The brewing of Russian tea is different from what most folks in the west are familiar with. In England and the U.S., the desired amount of tea bags or loose leaves are placed in a pot, boiling water is poured over the tea and it is allowed to steep for about 5 minutes and consumed immediately.
The Russian process is much different. A small pot, such as the one seen atop many samovars, is used to produce zavarka. This is the dark, concentrated brew. A considerable quantity of tea leaves are placed in this small pot along with boiling water. The minimum brewing time is 5 minutes with zavarka being used throughout the day and even the following morning for breakfast. When someone wants a cup, a small amount of zavarka is poured into their cup with a greater quantity of hot water to dilute the brew.
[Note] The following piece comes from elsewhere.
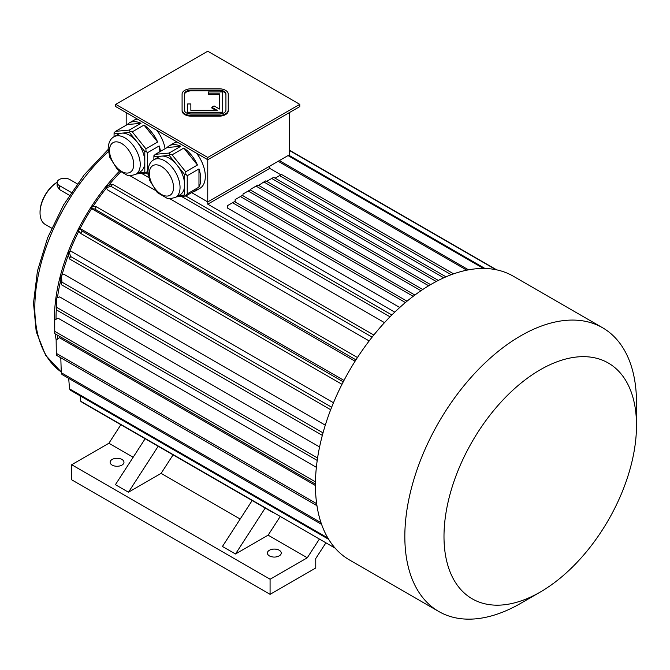 <?xml version="1.0" encoding="UTF-8"?>
<svg xmlns="http://www.w3.org/2000/svg" width="670" height="670" viewBox="0 0 670 670"><rect width="100%" height="100%" fill="white"/><g stroke="black" fill="none" stroke-linecap="round" stroke-linejoin="round"><path stroke-width="1" d="M225.932 94.855A6.918 3.995 0 0 0 219.006 90.86L191.319 90.86A6.918 3.995 0 0 0 184.401 94.855M190.858 110.349L190.858 103.959L187.625 103.959L187.625 112.217L222.7 112.217L222.7 91.966L208.395 91.966L208.395 94.587L219.467 94.587L219.467 109.034L214.082 105.927L211.804 107.242L217.18 110.349L190.858 110.349L190.858 104.713M211.804 107.242L211.804 107.996L215.882 110.349M187.625 112.217L187.625 112.97L222.7 112.97L222.7 112.217M207.759 157.467L299.766 104.344L207.759 51.221L115.742 104.344L207.759 157.467L207.759 159.728L299.766 106.605L299.766 104.344M182.089 110.081L182.089 110.835A9.229 5.327 0 0 0 191.319 116.17L219.006 116.17A9.229 5.327 0 0 0 228.236 110.835L228.236 94.102A9.229 5.327 0 0 0 219.006 88.775L191.319 88.775A9.229 5.327 0 0 0 182.089 94.102L182.089 110.081A9.229 5.327 0 0 0 191.319 115.416L219.006 115.416A9.229 5.327 0 0 0 228.236 110.081M153.824 159.745C150.206 161.688 148.263 165.632 147.97 171.579L149.569 180.28L157.299 192.583L167.584 198.555L169.778 198.806L175.548 197.382A21.733 12.546 60 0 0 175.548 172.291A21.733 12.546 60 0 0 153.824 159.745L158.388 157.107A21.733 12.546 60 0 1 161.57 156.127L153.891 156.814L153.891 159.703M169.25 155.44L161.57 156.127A21.733 12.546 60 0 1 176.939 164.996L169.25 155.44L169.853 154.293L169.041 153.078L180.783 146.303L167.157 147.517A26.071 15.05 60 0 1 169.267 145.817A26.071 15.05 60 0 1 180.783 146.303M184.619 174.552L176.939 164.996A21.733 12.546 60 0 1 184.619 184.803L184.619 174.552L185.816 174.158L185.707 171.796L197.457 165.013L183.823 148.053A26.071 15.05 60 0 1 197.457 165.013M178.689 195.573L184.619 195.045L184.619 184.803A21.733 12.546 60 0 1 180.121 194.752L175.548 197.382M176.428 196.88L185.707 196.05L197.457 189.267A26.071 15.05 60 0 1 195.339 190.975A26.071 15.05 60 0 1 192.809 191.955M185.707 196.05L187.232 193.89L198.973 187.106L198.973 168.932A26.071 15.05 60 0 1 198.973 187.106M184.619 195.045L185.816 195.447M187.232 193.89L187.232 175.716L198.973 168.932M187.232 175.716L185.816 174.158M167.157 147.517L155.406 154.301L153.891 155.725L153.891 156.814M155.406 154.301L169.041 153.078M185.707 171.796L172.081 154.837L183.823 148.053M172.081 154.837L169.853 154.293M114.009 136.764C110.399 138.707 108.448 142.651 108.163 148.598L109.763 157.299L117.493 169.602L127.777 175.573L129.972 175.816L135.742 174.401A21.733 12.546 60 0 0 135.742 149.31A21.733 12.546 60 0 0 114.009 136.764L118.582 134.126A21.733 12.546 60 0 1 121.764 133.146L114.076 133.833L114.076 136.722M129.444 132.459L121.764 133.146A21.733 12.546 60 0 1 137.132 142.015L129.444 132.459L130.047 131.312L129.226 130.097L140.976 123.314L127.35 124.536A26.071 15.05 60 0 1 129.461 122.828A26.071 15.05 60 0 1 140.976 123.314M144.812 151.571L137.132 142.015A21.733 12.546 60 0 1 144.812 161.822L144.812 151.571L146.01 151.177L145.901 148.807L157.651 142.032L144.017 125.072A26.071 15.05 60 0 1 157.651 142.032M127.35 124.536L115.6 131.32L114.076 132.735L114.076 133.833M136.621 173.898L145.901 173.069L147.97 171.872M145.901 173.069L147.995 170.574M138.883 172.592L146.01 172.458M159.167 152.123L159.167 145.951A26.071 15.05 60 0 1 160.524 151.345M147.425 170.9L147.425 152.735L159.167 145.951M147.425 152.735L146.01 151.177M144.812 172.064L144.812 161.822A21.733 12.546 60 0 1 140.315 171.763L135.742 174.401M145.901 148.807L132.275 131.856L144.017 125.072M132.275 131.856L130.047 131.312M115.6 131.32L129.226 130.097M126.186 125.206L126.186 112.635M191.645 192.625L207.759 201.921L289.331 154.829L289.331 112.635M394.756 312.145L207.759 204.183L207.759 159.728L115.742 106.605L115.742 104.344M169.267 145.817L173.84 143.179A26.071 15.05 60 0 1 177.148 142.057M196.595 153.288A26.071 15.05 60 0 1 199.911 188.337L195.339 190.975M129.461 122.828L134.034 120.198A26.071 15.05 60 0 1 137.342 119.076M156.788 130.307A26.071 15.05 60 0 1 165.088 148.707M207.759 204.183L269.75 168.396L280.889 174.82M399.747 307.497L227.331 207.951L227.331 205.74L234.508 201.595L407.033 301.199M384.488 322.639L169.996 198.806M155.189 190.255L130.189 175.825M120.441 172.156A143.045 82.586 120 0 0 108.615 185.347M106.379 188.094A143.045 82.586 120 0 0 93.222 206.201M91.597 208.697A143.045 82.586 120 0 0 80.174 228.495M78.817 231.15A143.045 82.586 120 0 0 69.713 251.593M68.449 254.91A143.045 82.586 120 0 0 62.067 274.934M60.87 279.675A143.045 82.586 120 0 0 57.461 297.74M56.288 309.615A143.045 82.586 120 0 0 56.037 319.288M57.176 335.017A143.045 82.586 120 0 0 57.796 338.886M315.436 485.507L59.362 337.663L56.146 340.176L56.297 353.358A161.504 93.247 120 0 0 56.632 355.385L316.969 505.682M316.374 467.325L57.997 318.158L54.731 320.042L54.731 331.34L315.461 481.872M319.59 446.957L59.697 296.911L56.489 298.108L56.632 307.363L317.58 458.012M325.293 425.174L64.429 274.566L61.364 275.043L61.95 282.145L323.024 432.87M333.484 402.754L72.033 251.803L69.211 251.552L70.517 256.442L331.667 407.218M344.003 380.426L79.789 228.344L82.075 231.058L343.258 381.85M355.092 361.214L91.279 208.445A147.66 85.249 -60 0 1 92.778 206.126L96.271 206.745L357.453 357.537M369.17 340.946L107.719 189.995L106.086 187.675A147.66 85.249 -60 0 1 107.786 185.565L112.677 184.258L373.818 335.025M165.574 450.516L252.163 500.515L222.44 546.477L235.488 554.015L268.117 535.179L280.102 516.645M158.195 446.262L128.464 492.224L161.093 473.389L173.086 454.855M94.772 409.638L145.147 438.724L115.416 484.686L128.464 492.224M272.598 512.307L82.075 402.31A161.504 93.247 120 0 1 80.819 401.305L80.082 395.794M265.22 508.044L235.488 554.015M120.876 424.713L108.892 443.247L71.69 464.72L71.69 479.795L270.077 594.332L315.754 567.951L315.754 558.52L325.788 543.018M319.263 539.25L307.27 557.783L268.117 535.179M71.69 464.72L270.077 579.257L307.27 557.783M270.077 579.257L270.077 594.332M269.424 555.899A6.918 3.995 0 0 0 276.97 556.762A6.918 3.995 0 0 0 281.241 553.068A6.918 3.995 0 0 0 274.315 549.073A6.918 3.995 0 0 0 267.397 553.068A6.918 3.995 0 0 0 269.424 555.899M112.15 465.097A6.918 3.995 0 0 0 119.695 465.968A6.918 3.995 0 0 0 123.967 462.275A6.918 3.995 0 0 0 117.049 458.28A6.918 3.995 0 0 0 110.123 462.275A6.918 3.995 0 0 0 112.15 465.097M240.178 519.049L161.093 473.389M133.154 457.258L108.892 443.247M119.327 171.277A145.357 83.918 120 0 0 54.396 319.104A145.357 83.918 120 0 0 54.722 328.359M55.258 333.911A145.357 83.918 120 0 0 56.196 340.142M57.143 182.282A25.376 14.656 120 0 0 40.041 212.851A25.376 14.656 120 0 0 45.3 224.475L51.682 228.152M77.293 183.873L69.739 179.51A7.387 4.263 0 0 0 61.69 178.589A7.387 4.263 0 0 0 57.134 182.525L57.134 185.984L59.295 189.451L69.462 195.322M57.143 182.257A24.455 14.12 120 0 0 40.041 212.097L40.041 212.851M57.134 182.525A7.387 4.263 0 0 0 59.295 185.54L71.313 192.474M269.75 166.135L269.75 168.396M495.917 269.692L289.331 150.423M496.671 269.851L289.331 150.139M335.151 548.144L80.819 401.305M68.692 378.357L69.538 388.876A161.504 93.247 120 0 0 70.517 390.267L328.652 539.3M327.898 538.035L69.538 388.876M60.802 357.788L61.28 372.729A161.504 93.247 120 0 0 61.95 374.463L321.6 524.367M321.014 522.684L61.28 372.729M316.675 503.681L56.297 353.358M315.436 484.117L54.731 333.601A161.504 93.247 -60 0 1 54.722 332.479A161.504 93.247 -60 0 1 54.731 331.34M54.722 332.479L54.722 321.173A147.66 85.249 -60 0 1 54.731 320.042M317.22 460.432L56.297 309.783A161.504 93.247 -60 0 1 56.632 307.363M56.297 309.783L56.146 300.529A147.66 85.249 -60 0 1 56.489 298.108M322.345 435.374L61.28 284.649A161.504 93.247 -60 0 1 61.95 282.145M61.28 284.649L60.694 277.556A147.66 85.249 -60 0 1 61.364 275.043M330.678 409.739L69.538 258.972A161.504 93.247 -60 0 1 70.517 256.442M69.538 258.972L68.231 254.072A147.66 85.249 -60 0 1 69.211 251.552M341.993 384.304L80.819 233.52A161.504 93.247 -60 0 1 82.075 231.058M80.819 233.52L78.532 230.798A147.66 85.249 -60 0 1 79.789 228.344M355.954 359.857L94.772 209.065A161.504 93.247 -60 0 1 96.271 206.745M94.772 209.065L91.279 208.445M485.005 268.486L288.736 155.172M483.531 268.461L288.025 155.582M372.126 337.136L110.977 186.361A161.504 93.247 -60 0 1 112.677 184.258M110.977 186.361L106.086 187.675M468.548 269.842L279.34 160.599M466.797 270.178L278.167 161.277M390.024 316.826L181.486 196.427M148.74 177.525L141.68 173.446M391.85 314.984L185.783 196.008M148.137 174.275L145.968 173.028M405.425 302.538L232.557 202.725M413.189 296.316L240.388 196.553L235.162 199.568L235.162 201.971M414.889 295.043L242.339 195.422L240.388 196.553M422.753 289.524L250.17 189.886L248.218 191.017L420.944 290.738M242.992 195.799L242.992 194.032L248.218 191.017M430.609 284.624L258 184.979A161.504 93.247 120 0 0 257.02 185.54A161.504 93.247 120 0 0 256.049 186.109L250.823 189.124L250.823 190.263M428.674 285.772L256.049 186.109M257.02 185.54L251.803 188.555A154.125 88.984 120 0 0 250.823 189.124M438.314 280.42L265.839 180.841L263.88 181.972L436.254 281.492M258.654 185.356L263.88 181.972M443.774 277.807L271.71 178.463L266.71 181.352M445.994 276.827L273.67 177.332L271.71 178.463M453.632 273.854L281.5 174.468L279.541 175.599L451.228 274.725M275.102 178.161L279.541 175.599M636.5 425.35L636.5 402.745A163.815 94.579 120 0 0 602.573 327.747L513.17 276.132A163.815 94.579 120 0 0 431.262 284.248A163.815 94.579 120 0 0 315.428 484.879A163.815 94.579 120 0 0 349.355 559.869L438.758 611.484A163.815 94.579 120 0 0 520.665 603.369L540.246 592.062A136.127 78.591 120 0 0 636.5 425.35A136.127 78.591 120 0 0 540.246 369.773A136.127 78.591 120 0 0 443.992 536.494A136.127 78.591 120 0 0 540.246 592.062M602.573 327.747A163.815 94.579 120 0 0 520.665 335.863A163.815 94.579 120 0 0 413.65 480.214A163.815 94.579 120 0 0 438.758 611.484M184.401 110.081A6.918 3.995 0 0 0 191.319 114.084L219.006 114.084A6.918 3.995 0 0 0 225.932 110.081L225.932 94.102A6.918 3.995 0 0 0 219.006 90.107L191.319 90.107A6.918 3.995 0 0 0 184.401 94.102L184.401 110.081M208.395 93.834L219.467 93.834L219.467 109.034M108.364 151.562A145.357 83.918 120 0 0 61.255 371.992M59.295 189.451L59.295 185.54M109.511 150.482A17.119 9.883 60 0 1 127.668 148.857A17.119 9.883 60 0 1 127.668 173.061A17.119 9.883 60 0 1 109.511 150.482M149.318 173.463A17.119 9.883 60 0 1 167.475 171.838A17.119 9.883 60 0 1 167.475 196.05A17.119 9.883 60 0 1 149.318 173.463M191.319 115.416L191.319 116.17M219.006 115.416L219.006 116.17M191.319 90.107L191.319 90.86M219.006 90.107L219.006 90.86M61.255 372.009L45.593 355.226L36.222 331.7L33.5 303.066L37.428 271.065L47.687 237.632L63.625 204.844L84.227 174.803L108.18 149.418"/></g></svg>

The type of tea used is important. If you used English tea for this procedure, it would become quite bitter if left to stand for several hours. A dark loose tea from India, or a Chinese black tea such as Keemun, coupled with a natural herbal or fruited tea is my favorite. Another favorite is Russian Caravan. This is a blend of Indian black teas with a slightly smoky flavor.
Tea as a dessert is also popular. Take a spoonful of your favorite jam with each sip of unsweetened tea or serve fine chocolates with the tea. A real treat! Most of all, remember that tea, in Russia, is not just for tea time. I like to think that the warmth, comfort and hospitality that tea symbolizes, in Russian culture, is why it is offered at every meal and anytime during the day, especially when family and friends are gathered.